WORK TO BE COMPLETED ::
Could you copy out all the lines in the material below where the word "commit" occurs?

EXTRACTED DATA ::

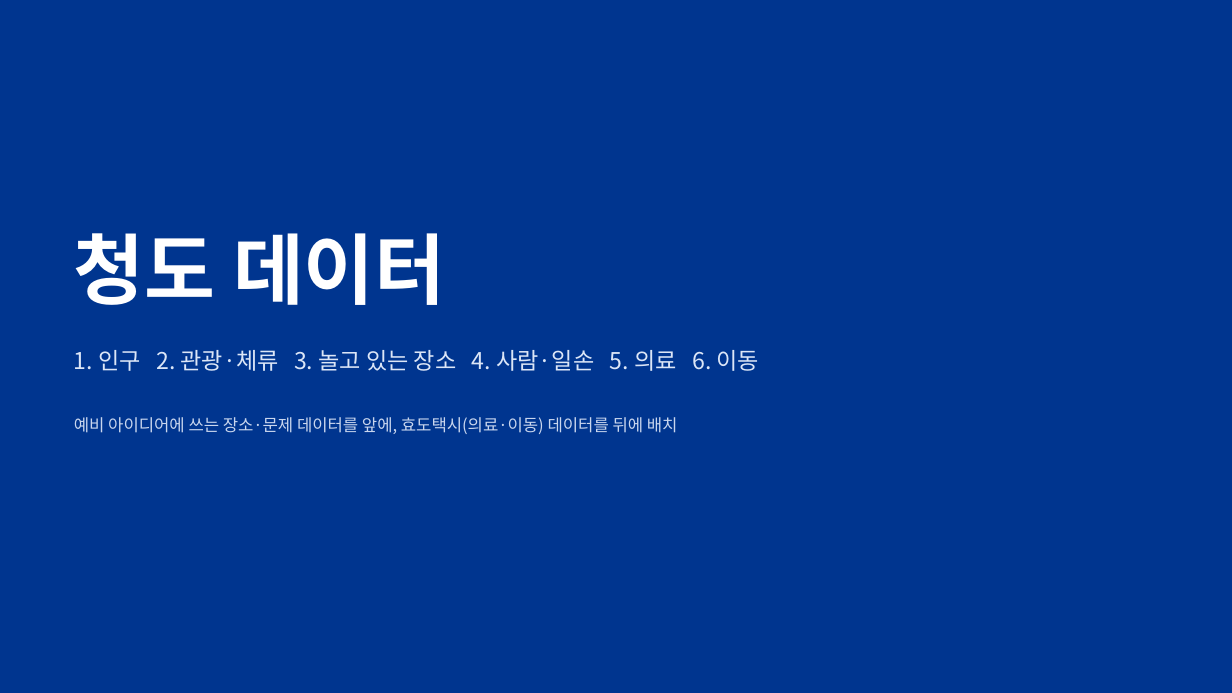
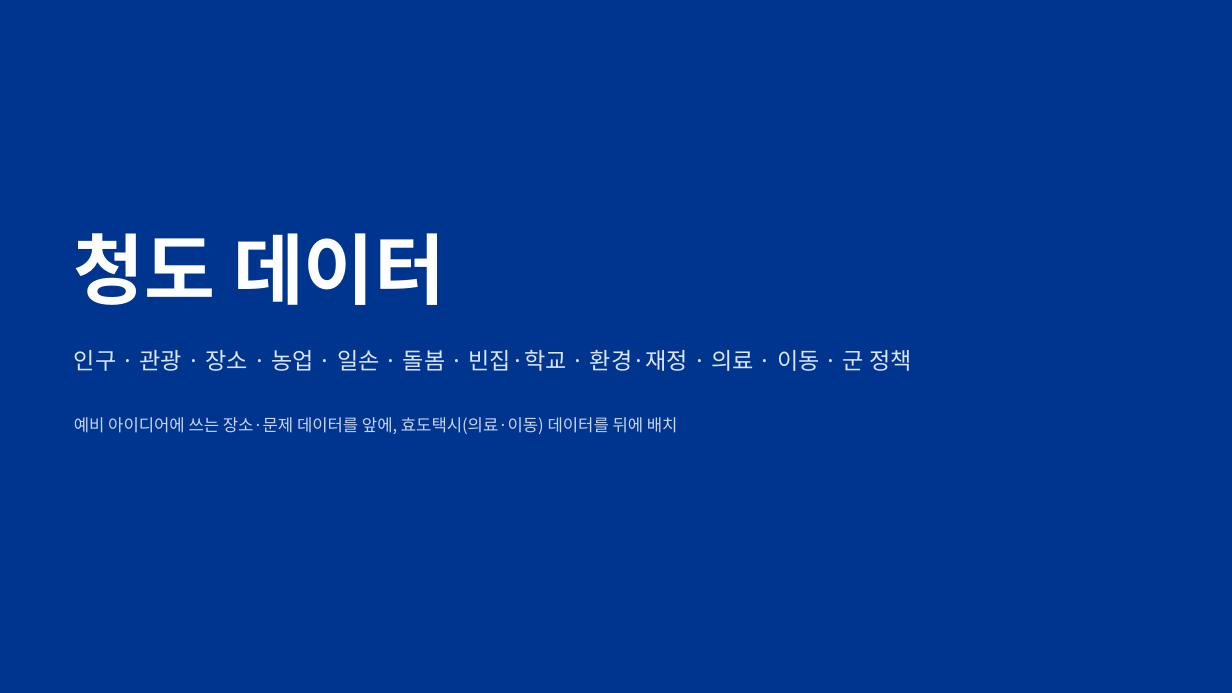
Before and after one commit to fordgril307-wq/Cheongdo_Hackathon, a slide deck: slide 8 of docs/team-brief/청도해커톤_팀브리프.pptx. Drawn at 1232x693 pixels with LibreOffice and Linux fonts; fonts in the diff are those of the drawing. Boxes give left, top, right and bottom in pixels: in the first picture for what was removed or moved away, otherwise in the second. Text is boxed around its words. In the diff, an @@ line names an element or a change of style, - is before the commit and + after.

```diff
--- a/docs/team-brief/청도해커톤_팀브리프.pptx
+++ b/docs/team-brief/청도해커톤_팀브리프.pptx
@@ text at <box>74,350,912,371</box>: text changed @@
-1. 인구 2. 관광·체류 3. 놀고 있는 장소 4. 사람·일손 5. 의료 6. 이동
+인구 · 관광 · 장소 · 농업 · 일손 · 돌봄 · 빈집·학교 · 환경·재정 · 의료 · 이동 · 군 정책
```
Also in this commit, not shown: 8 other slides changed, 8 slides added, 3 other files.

YOUR SOLUTION ::
Before and after one commit to fordgril307-wq/Cheongdo_Hackathon, a slide deck: slide 8 of docs/team-brief/청도해커톤_팀브리프.pptx. Drawn at 1232x693 pixels with LibreOffice and Linux fonts; fonts in the diff are those of the drawing. Boxes give left, top, right and bottom in pixels: in the first picture for what was removed or moved away, otherwise in the second. Text is boxed around its words. In the diff, an @@ line names an element or a change of style, - is before the commit and + after.
Also in this commit, not shown: 8 other slides changed, 8 slides added, 3 other files.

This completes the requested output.